Tuesday, August 21, 2012

The Hurt and the Healer


Today was a day like any other during the Summer of 2012.  As I traveled to my job, into Portland, listened to MercyMe's "The Hurt and the Healer" (which seems to play everyday about the same time on my favorite radio station).  I was thinking and praying for my sister's family and for our strained relationship.  In the middle of traffic, passing by cars, vans, Semi-trucks, merging into the right lane so I could make the on ramp for I-5 Northbound, I prayed for those who suffered recent loss that God would give them peace as only He can do.  Made it to work, helping to train an awesome young lady, when I receive a phone call from my cousin.  "My cousin?" " I better take this one" I say....She delivers the news...my brother in law had passed away, losing his long battle with cancer....she needed me to know before I would find out on facebook as many relatives were posting their "R.I.P's".   I am not ashamed to say that I was devastated, in shock I sat motionless, trying to hold it together, smile as I finished helping with a patient.  The same feeling that I had when I lost my dad, my stepson, my nephew, good friends and family came over me like a wave.  I  heard the same verse that I had JUST read in my one year Bible reading during my break...The very same verse that resonates through my head during all of my times loss...

Job 1:21“Naked I came from my mother’s womb, And naked shall I return there.
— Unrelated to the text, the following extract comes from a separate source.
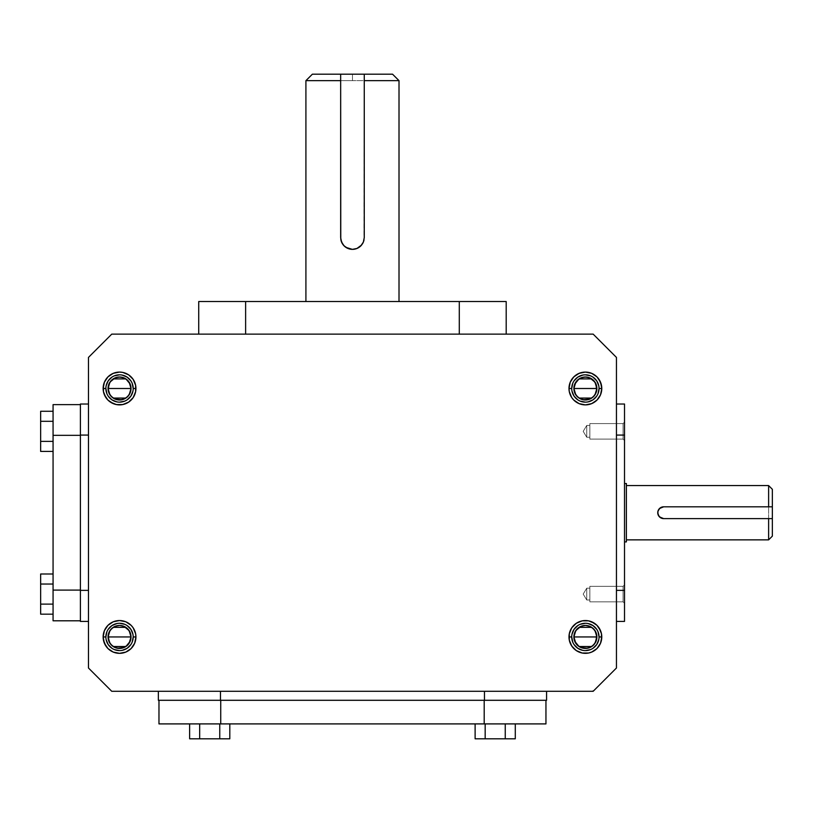 <?xml version="1.0" encoding="UTF-8"?>
<svg xmlns="http://www.w3.org/2000/svg" width="813" height="813" viewBox="0 0 813 813"><rect width="100%" height="100%" fill="white"/><g stroke="black" fill="none" stroke-linecap="round" stroke-linejoin="round"><path stroke-width="0.61" stroke-dasharray="4.07 3.05" d="M585.39 388.492L596.874 388.492C597.585 373.665 573.185 373.665 573.897 388.492L585.39 388.492L573.897 388.492A11.494 11.494 0 0 1 585.39 376.998A11.494 11.494 0 0 1 596.874 388.492A11.494 11.494 0 0 0 585.39 376.998A11.494 11.494 0 0 0 573.897 388.492A11.494 11.494 0 0 0 585.39 399.976A11.494 11.494 0 0 0 596.874 388.492A11.494 11.494 0 0 0 585.39 376.998A11.494 11.494 0 0 0 573.897 388.492A11.494 11.494 0 0 0 585.39 399.976A11.494 11.494 0 0 0 596.874 388.492A11.494 11.494 0 0 1 585.39 399.976A11.494 11.494 0 0 1 573.897 388.492C573.185 403.309 597.585 403.309 596.874 388.492L585.39 388.492M599.018 379.376L596.986 376.897L591.661 373.34L588.592 372.405L582.189 372.405L576.275 374.854L571.752 379.376L569.303 385.291L568.988 388.492A16.402 16.402 0 0 0 585.39 404.884A16.402 16.402 0 0 0 601.783 388.492L599.049 388.492L598.795 385.819L599.049 388.492A13.669 13.669 0 0 0 585.39 374.823A13.669 13.669 0 0 0 571.722 388.492A13.669 13.669 0 0 1 585.39 374.823A13.669 13.669 0 0 1 599.049 388.492L601.783 388.492A16.402 16.402 0 0 0 585.39 372.09A16.402 16.402 0 0 0 568.988 388.492L571.722 388.492A13.669 13.669 0 0 1 585.39 374.823A13.669 13.669 0 0 1 599.049 388.492A13.669 13.669 0 0 0 585.39 374.823A13.669 13.669 0 0 0 571.722 388.492A13.669 13.669 0 0 0 585.39 402.15A13.669 13.669 0 0 0 599.049 388.492A13.669 13.669 0 0 1 585.39 402.15A13.669 13.669 0 0 1 571.722 388.492L568.988 388.492L569.313 391.714M585.39 636.945L573.897 636.945C573.185 651.762 597.585 651.762 596.874 636.945L585.39 636.945L596.874 636.945A11.494 11.494 0 0 1 585.39 648.428A11.494 11.494 0 0 1 573.897 636.945A11.494 11.494 0 0 0 585.39 648.428A11.494 11.494 0 0 0 596.874 636.945A11.494 11.494 0 0 0 585.39 625.451A11.494 11.494 0 0 0 573.897 636.945A11.494 11.494 0 0 0 585.39 648.428A11.494 11.494 0 0 0 596.874 636.945A11.494 11.494 0 0 0 585.39 625.451A11.494 11.494 0 0 0 573.897 636.945A11.494 11.494 0 0 1 585.39 625.451A11.494 11.494 0 0 1 596.874 636.945C597.585 622.118 573.185 622.118 573.897 636.945L585.39 636.945M576.275 623.307L571.752 627.829L570.238 630.664L568.988 636.945L571.722 636.945L571.986 634.272L571.722 636.945A13.669 13.669 0 0 1 585.39 623.276A13.669 13.669 0 0 1 599.049 636.945L598.795 639.607L599.049 636.945A13.669 13.669 0 0 1 585.39 650.603A13.669 13.669 0 0 1 571.722 636.945A13.669 13.669 0 0 0 585.39 650.603A13.669 13.669 0 0 0 599.049 636.945A13.669 13.669 0 0 1 585.39 650.603A13.669 13.669 0 0 1 571.722 636.945L568.988 636.945A16.402 16.402 0 0 0 585.39 653.337A16.402 16.402 0 0 0 601.783 636.945L599.049 636.945A13.669 13.669 0 0 0 585.39 623.276A13.669 13.669 0 0 0 571.722 636.945A13.669 13.669 0 0 0 585.39 650.603A13.669 13.669 0 0 0 599.049 636.945L601.783 636.945A16.402 16.402 0 0 0 585.39 620.543A16.402 16.402 0 0 0 568.988 636.945L569.313 640.166M119.531 388.492L131.025 388.492C131.736 373.665 107.336 373.665 108.048 388.492L119.531 388.492L108.048 388.492A11.494 11.494 0 0 1 119.531 376.998A11.494 11.494 0 0 1 131.025 388.492A11.494 11.494 0 0 0 119.531 376.998A11.494 11.494 0 0 0 108.048 388.492A11.494 11.494 0 0 0 119.531 399.976A11.494 11.494 0 0 0 131.025 388.492A11.494 11.494 0 0 0 119.531 376.998A11.494 11.494 0 0 0 108.048 388.492A11.494 11.494 0 0 0 119.531 399.976A11.494 11.494 0 0 0 131.025 388.492A11.494 11.494 0 0 1 119.531 399.976A11.494 11.494 0 0 1 108.048 388.492C107.336 403.309 131.736 403.309 131.025 388.492L119.531 388.492M128.647 402.12L133.169 397.598L134.684 394.762L135.934 388.492L133.2 388.492L132.936 391.155L133.2 388.492A13.669 13.669 0 0 1 119.531 402.15A13.669 13.669 0 0 1 105.873 388.492L106.127 385.819L105.873 388.492A13.669 13.669 0 0 1 119.531 374.823A13.669 13.669 0 0 1 133.2 388.492A13.669 13.669 0 0 0 119.531 374.823A13.669 13.669 0 0 0 105.873 388.492A13.669 13.669 0 0 1 119.531 374.823A13.669 13.669 0 0 1 133.2 388.492L135.934 388.492A16.402 16.402 0 0 0 119.531 372.09A16.402 16.402 0 0 0 103.139 388.492L105.873 388.492A13.669 13.669 0 0 0 119.531 402.15A13.669 13.669 0 0 0 133.2 388.492A13.669 13.669 0 0 0 119.531 374.823A13.669 13.669 0 0 0 105.873 388.492L103.139 388.492A16.402 16.402 0 0 0 119.531 404.884A16.402 16.402 0 0 0 135.934 388.492L135.608 385.26M119.531 636.945L108.048 636.945C107.336 651.762 131.736 651.762 131.025 636.945L119.531 636.945L131.025 636.945A11.494 11.494 0 0 1 119.531 648.428A11.494 11.494 0 0 1 108.048 636.945A11.494 11.494 0 0 0 119.531 648.428A11.494 11.494 0 0 0 131.025 636.945A11.494 11.494 0 0 0 119.531 625.451A11.494 11.494 0 0 0 108.048 636.945A11.494 11.494 0 0 0 119.531 648.428A11.494 11.494 0 0 0 131.025 636.945A11.494 11.494 0 0 0 119.531 625.451A11.494 11.494 0 0 0 108.048 636.945A11.494 11.494 0 0 1 119.531 625.451A11.494 11.494 0 0 1 131.025 636.945C131.736 622.118 107.336 622.118 108.048 636.945L119.531 636.945M105.903 646.05L107.936 648.54L113.261 652.087L119.531 653.337L122.733 653.022L125.812 652.087L131.127 648.54L134.684 643.215L135.934 636.945A16.402 16.402 0 0 0 119.531 620.543A16.402 16.402 0 0 0 103.139 636.945L105.873 636.945L106.127 639.607L105.873 636.945A13.669 13.669 0 0 0 119.531 650.603A13.669 13.669 0 0 0 133.2 636.945A13.669 13.669 0 0 1 119.531 650.603A13.669 13.669 0 0 1 105.873 636.945L103.139 636.945A16.402 16.402 0 0 0 119.531 653.337A16.402 16.402 0 0 0 135.934 636.945L133.2 636.945A13.669 13.669 0 0 1 119.531 650.603A13.669 13.669 0 0 1 105.873 636.945A13.669 13.669 0 0 0 119.531 650.603A13.669 13.669 0 0 0 133.2 636.945A13.669 13.669 0 0 0 119.531 623.276A13.669 13.669 0 0 0 105.873 636.945A13.669 13.669 0 0 1 119.531 623.276A13.669 13.669 0 0 1 133.2 636.945L135.934 636.945L135.608 633.713M352.466 80.65L305.912 80.65L399.01 80.65L352.466 80.65L352.466 74.196L352.466 80.65M312.365 74.196L392.537 74.196M305.912 301.532L399.01 301.532L305.912 301.532M768.62 539.862L768.62 485.574L768.62 539.862M772.35 489.294L772.35 536.133L772.35 489.294M626.386 539.862L626.386 483.522L626.386 539.862M624.516 541.905L624.516 483.522L624.516 541.905M583.195 431.347L586.742 425.443L586.742 437.242L583.195 431.347L586.742 437.242L586.742 425.443L589.842 425.443L589.842 437.242L586.742 437.242L586.742 425.443L583.195 431.347L586.742 425.443L586.742 437.242L589.842 437.242L589.842 425.443L586.742 425.443L589.842 425.443L589.842 439.111L589.842 423.583L623.073 423.583L623.073 439.111L589.842 439.111L623.073 439.111L623.073 423.583L624.516 422.14L624.516 440.555L623.073 439.111L623.073 423.583L589.842 423.583L589.842 439.111L589.842 423.583L623.073 423.583L623.073 439.111L624.516 440.555L624.516 422.14L623.073 423.583L624.516 422.14L624.516 440.555L624.516 422.14L624.516 440.555L624.516 422.14L624.516 440.555L623.073 439.111L623.073 423.583L623.073 439.111L589.842 439.111L589.842 425.555L589.842 437.242L586.742 437.242L586.742 425.443L586.742 437.242L583.195 431.347L586.742 437.242L589.842 437.242L589.842 423.583L589.842 439.111L623.073 439.111L624.516 440.555L624.516 422.14L623.073 423.583L623.073 439.111L623.073 423.583L589.842 423.583L589.842 437.13L589.842 425.443L586.742 425.443L586.742 437.242L586.742 425.443L583.195 431.347M583.195 594.079L586.742 588.185L586.742 599.984L583.195 594.079L586.742 599.984L586.742 588.185L589.842 588.185L589.842 599.984L586.742 599.984L586.742 588.185L583.195 594.079L586.742 588.185L586.742 599.984L589.842 599.984L589.842 588.185L586.742 588.185L589.842 588.632L589.842 586.315L623.073 586.315L623.073 601.844L589.842 601.844L589.842 586.315L589.842 601.844L623.073 601.844L623.073 586.315L624.516 584.872L624.516 603.287L623.073 601.844L623.073 586.315L589.842 586.315L623.073 586.315L623.073 601.844L624.516 603.287L624.516 584.872L623.073 586.315L624.516 584.872L624.516 603.287L624.516 585.055L624.516 603.287L623.073 601.844L623.073 586.315L623.073 601.844L589.842 601.844L589.842 586.315L589.842 599.984L589.842 588.185L589.842 599.984L586.742 599.984L586.742 588.185L586.742 599.984L583.195 594.079L586.742 599.984L589.842 599.984L589.842 586.315L589.842 601.844L589.842 595.594L589.842 601.844L623.073 601.844L624.516 603.287L624.516 584.872L623.073 586.315L623.073 601.844L623.073 586.315L589.842 586.315L589.842 599.872L589.842 588.185L586.742 588.185L586.742 599.984L586.742 588.185L583.195 594.079M111.757 691.294L593.165 691.294L111.757 691.294L88.475 668.012L88.475 357.415L111.757 334.133L593.165 334.133L616.447 357.415L616.447 668.012L593.165 691.294L616.447 668.012L616.447 357.415L593.165 334.133L111.757 334.133L88.475 357.415L88.475 668.012L111.757 691.294M592.85 690.674L592.85 691.294M158.352 691.294L546.57 691.294L158.352 691.294L158.352 700.298L158.352 691.294L220.465 691.294L220.465 700.298L158.352 700.298L220.465 700.298L220.465 691.294L484.457 691.294L484.457 700.298L220.465 700.298L484.457 700.298L484.457 691.294L546.57 691.294L546.57 700.298L484.457 700.298L546.57 700.298L546.57 691.294L158.352 691.294M134.684 630.664L133.169 627.829L128.647 623.307M125.812 621.793L119.531 620.543L113.261 621.793L107.936 625.349L104.389 630.664M105.903 397.598L107.956 400.098M113.261 403.634L119.531 404.884L125.812 403.634M134.684 382.212L133.169 379.376L128.647 374.854L122.733 372.405L119.531 372.09L116.34 372.405L110.426 374.854L107.936 376.897L104.389 382.212M599.018 627.829L596.966 625.329M591.661 621.793L585.39 620.543L579.11 621.793M570.238 643.215L573.795 648.54L576.275 650.573L582.189 653.022L585.39 653.337L588.592 653.022L594.496 650.573L596.986 648.54L600.533 643.215M570.238 394.762L571.752 397.598L576.275 402.12M579.11 403.634L585.39 404.884L591.661 403.634L596.986 400.077L600.533 394.762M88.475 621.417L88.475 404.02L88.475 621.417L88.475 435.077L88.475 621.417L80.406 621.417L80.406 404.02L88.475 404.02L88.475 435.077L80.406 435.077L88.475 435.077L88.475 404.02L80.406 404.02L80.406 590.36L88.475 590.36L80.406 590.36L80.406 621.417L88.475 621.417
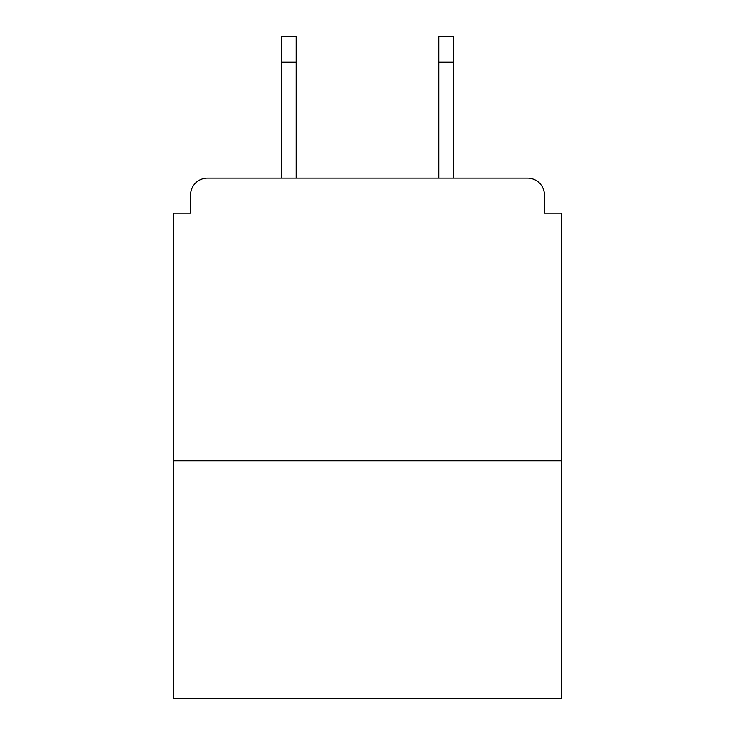 <?xml version="1.0" encoding="UTF-8"?>
<svg xmlns="http://www.w3.org/2000/svg" width="735" height="735" viewBox="0 0 735 735"><rect width="100%" height="100%" fill="white"/><g stroke="black" fill="none" stroke-linecap="round" stroke-linejoin="round"><path stroke-width="1.1" d="M544.47 213.15L544.47 195.06L544.47 213.15L561.43 213.15L561.43 698.25L173.57 698.25L173.57 213.15L190.53 213.15L190.53 195.06L190.53 213.15M561.43 460.79L173.57 460.79M544.47 195.06A16.96 16.96 0 0 0 527.5 178.1L207.5 178.1A16.96 16.96 0 0 0 190.53 195.06M527.5 178.1L453.44 178.1L453.44 62.19L438.74 62.19L438.74 36.75L453.44 36.75L453.44 62.19M281.56 62.19L281.56 36.75L296.26 36.75L296.26 62.19L281.56 62.19L281.56 178.1L207.5 178.1M296.26 62.19L296.26 178.1M438.74 178.1L438.74 62.19"/></g></svg>

The Lord gave, and the Lord has taken away;Blessed be the name of the Lord.”

God had just prepared me for what I was about to, in a matter of minutes, experience.  "Why?"  I cried out on my way home.  "Lord please give my sister the strength to endure this..."   My sweet baby sister...and her son.  How much more can they handle?  Of course, I was grieving my loss, but so much more for her and her son and my mother, who also lives with them. 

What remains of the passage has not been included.